SUPERCONVERGENT PATCH RECOVERY SOLUTIONS AND ADAPTIVE MESH REFINEMENT ANALYSIS OF FINITE ELEMENT METHOD FOR THE VIBRATION MODES OF NON-UNIFORM AND VARIABLE CURVATURE BEAMS

It presents a superconvergent patch recovery method for the superconvergent solutions of modes in the finite element (FE) post-processing stage of non-uniform and variable curvature curved beams. An adaptive method for the in-plane and out-of-plane free vibration of curved beams with variable cross-section is also proposed. In the post-processing stage of the displacement-based finite element method, the superconvergent patch recovery method and the high-order shape function interpolation technique are introduced to obtain the superconvergent solution of mode (displacement).

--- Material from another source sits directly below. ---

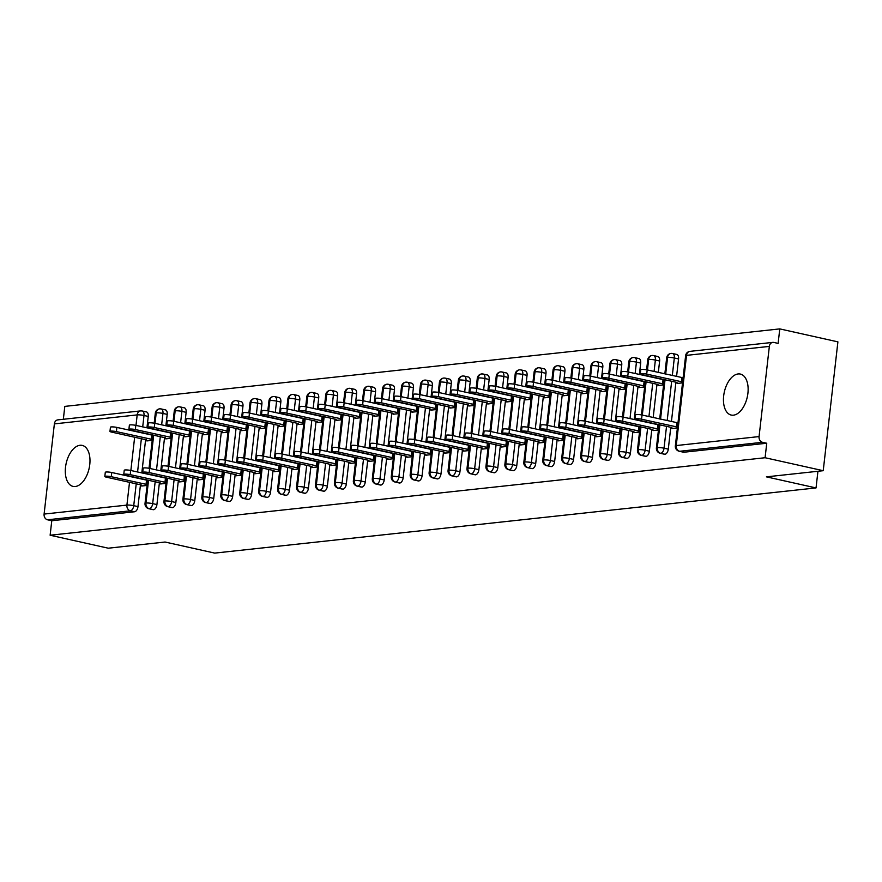 <?xml version="1.0" encoding="UTF-8"?>
<svg xmlns="http://www.w3.org/2000/svg" width="882" height="882" viewBox="0 0 882 882"><rect width="100%" height="100%" fill="white"/><g stroke="black" fill="none" stroke-linecap="round" stroke-linejoin="round"><path stroke-width="1.32" d="M733.449 415.179A21.003 11.753 102.6 0 1 731.222 415.058A21.003 11.753 102.6 0 1 723.946 393.934A21.003 11.753 102.6 0 1 738.146 373.946A21.003 11.753 102.6 0 1 740.362 374.067A21.003 11.753 102.6 0 1 747.638 395.191A21.003 11.753 102.6 0 1 733.449 415.179M75.301 486.511A21.003 11.753 102.6 0 1 73.074 486.401A21.003 11.753 102.6 0 1 65.797 465.277A21.003 11.753 102.6 0 1 79.997 445.289A21.003 11.753 102.6 0 1 82.213 445.399A21.003 11.753 102.6 0 1 89.49 466.523A21.003 11.753 102.6 0 1 75.301 486.511M779.776 328.898L778.122 343.396L773.878 342.448A4.917 4.002 83.8 0 0 772.797 342.381A4.917 4.002 83.8 0 0 769.347 346.394L759.071 436.579A4.917 4.002 83.8 0 0 762.5 442.301L766.745 443.238L765.091 457.736L823.226 470.701L837.9 341.863L779.776 328.898L64.805 406.393L63.339 419.281M823.226 470.701L766.403 476.853L816.037 487.922L817.934 471.275M816.037 487.922L214.712 553.102L165.077 542.033L108.254 548.196L50.131 535.231L51.773 520.733L134.593 511.758L130.349 510.81L47.529 519.796L51.773 520.733M47.529 519.796A4.917 4.002 -96.2 0 1 44.1 514.074L54.375 423.889A4.917 4.002 -96.2 0 1 57.826 419.876L140.635 410.902A4.917 4.002 -96.2 0 1 141.715 410.968A4.917 2.756 102.6 0 1 142.245 410.99A4.917 2.756 102.6 0 1 144.009 415.488L142.708 426.899M765.091 457.736L50.131 535.231M141.748 485.431L141.682 486.015L147.085 485.431M152.222 440.339L146.82 440.923L146.886 440.339M145.971 411.916A4.917 2.756 102.6 0 1 146.489 411.938A4.917 2.756 102.6 0 1 148.253 416.436L146.952 427.847M145.607 439.688L141.815 472.939M140.47 484.78L137.978 506.621A4.917 2.756 102.6 0 1 134.593 511.758M766.745 443.238L683.936 452.223A4.917 2.756 102.6 0 1 683.407 452.19L679.162 451.242A4.917 2.756 -77.4 0 0 679.68 451.275L683.936 452.223M676.373 354.421A4.917 2.756 102.6 0 1 676.792 354.454A4.917 2.756 102.6 0 1 678.567 358.952L676.571 376.482M675.91 382.204L671.434 421.585M670.772 427.296L668.291 449.147A4.917 2.756 102.6 0 1 664.995 454.274A4.917 2.756 102.6 0 1 664.466 454.241L660.221 453.293A4.917 2.756 -77.4 0 0 660.739 453.326L664.995 454.274M672.062 427.957L671.996 428.542L677.387 427.957M677.2 382.865L677.133 383.45L682.525 382.865M657.432 356.471A4.917 2.756 102.6 0 1 657.851 356.515A4.917 2.756 102.6 0 1 659.626 361.003L658.325 372.425M656.98 384.254L653.187 417.517M651.842 429.347L649.35 451.198A4.917 2.756 102.6 0 1 646.054 456.325A4.917 2.756 102.6 0 1 645.536 456.292L641.28 455.355A4.917 2.756 -77.4 0 0 641.809 455.377L646.054 456.325M653.121 430.008L653.055 430.592L658.446 430.008M658.259 384.916L658.192 385.5L663.584 384.916M638.491 358.533A4.917 2.756 102.6 0 1 638.91 358.566A4.917 2.756 102.6 0 1 640.685 363.064L639.384 374.475M638.039 386.305L634.246 419.567M632.901 431.408L630.409 453.249A4.917 2.756 102.6 0 1 627.113 458.375A4.917 2.756 102.6 0 1 626.595 458.353L622.35 457.405A4.917 2.756 -77.4 0 0 622.868 457.427L627.113 458.375M634.18 432.059L634.114 432.643L639.505 432.059M639.318 386.966L639.252 387.551L644.643 386.966M619.55 360.584A4.917 2.756 102.6 0 1 619.98 360.617A4.917 2.756 102.6 0 1 621.744 365.115L620.443 376.526M619.098 388.367L615.305 421.618M613.96 433.459L611.469 455.299A4.917 2.756 102.6 0 1 608.172 460.426A4.917 2.756 102.6 0 1 607.654 460.404L603.409 459.456A4.917 2.756 -77.4 0 0 603.927 459.478L608.172 460.426M615.239 434.109L615.173 434.694L620.564 434.109M620.377 389.017L620.311 389.601L625.702 389.017M600.609 362.634A4.917 2.756 102.6 0 1 601.039 362.667A4.917 2.756 102.6 0 1 602.803 367.166L601.502 378.576M600.157 390.417L596.364 423.669M595.019 435.51L592.528 457.361A4.917 2.756 102.6 0 1 589.231 462.488A4.917 2.756 102.6 0 1 588.713 462.455L584.468 461.507A4.917 2.756 -77.4 0 0 584.987 461.54L589.231 462.488M596.298 436.16L596.232 436.755L601.634 436.171M601.436 391.068L601.37 391.663L606.772 391.079M581.668 364.685A4.917 2.756 102.6 0 1 582.098 364.718A4.917 2.756 102.6 0 1 583.862 369.216L582.561 380.627M581.216 392.468L577.423 425.719M576.078 437.56L573.587 459.412A4.917 2.756 102.6 0 1 570.29 464.538A4.917 2.756 102.6 0 1 569.772 464.505L565.527 463.557A4.917 2.756 -77.4 0 0 566.046 463.59L570.29 464.538M577.357 438.222L577.291 438.806L582.693 438.222M582.495 393.129L582.429 393.714L587.831 393.129M562.727 366.736A4.917 2.756 102.6 0 1 563.157 366.78A4.917 2.756 102.6 0 1 564.932 371.267L563.631 382.689M562.275 394.519L558.493 427.781M557.137 439.611L554.646 461.462A4.917 2.756 102.6 0 1 551.349 466.589A4.917 2.756 102.6 0 1 550.831 466.556L546.586 465.619A4.917 2.756 -77.4 0 0 547.105 465.641L551.349 466.589M558.416 440.272L558.35 440.857L563.752 440.272M563.554 395.18L563.488 395.764L568.89 395.18M543.786 368.797A4.917 2.756 102.6 0 1 544.216 368.83A4.917 2.756 102.6 0 1 545.991 373.329L544.69 384.739M543.334 396.569L539.552 429.832M538.196 441.673L535.716 463.513A4.917 2.756 102.6 0 1 532.419 468.64A4.917 2.756 102.6 0 1 531.89 468.618L527.645 467.669A4.917 2.756 -77.4 0 0 528.164 467.692L532.419 468.64M539.486 442.323L539.42 442.907L544.811 442.323M544.624 397.231L544.558 397.815L549.949 397.231M524.856 370.848A4.917 2.756 102.6 0 1 525.275 370.881A4.917 2.756 102.6 0 1 527.05 375.379L525.749 386.79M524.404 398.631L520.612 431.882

Using the superconvergent solution of mode to estimate the error of the FE solution of mode in the energy form under the current mesh, an adaptive mesh refinement is proposed by mesh subdivision to derive the optimized mesh and accurate FE solution to meet the preset error tolerance. Numerical examples show that the proposed algorithm is suitable for solving the continuous orders for frequencies and modes in the in-plane and out-of-plane free vibration of different kinds of curve shapes, boundary conditions, non-uniform cross-section, and variable curvature forms of the non-uniform curved beams. The computation procedure can provide accurate solutions. The analysis process is efficient and reliable.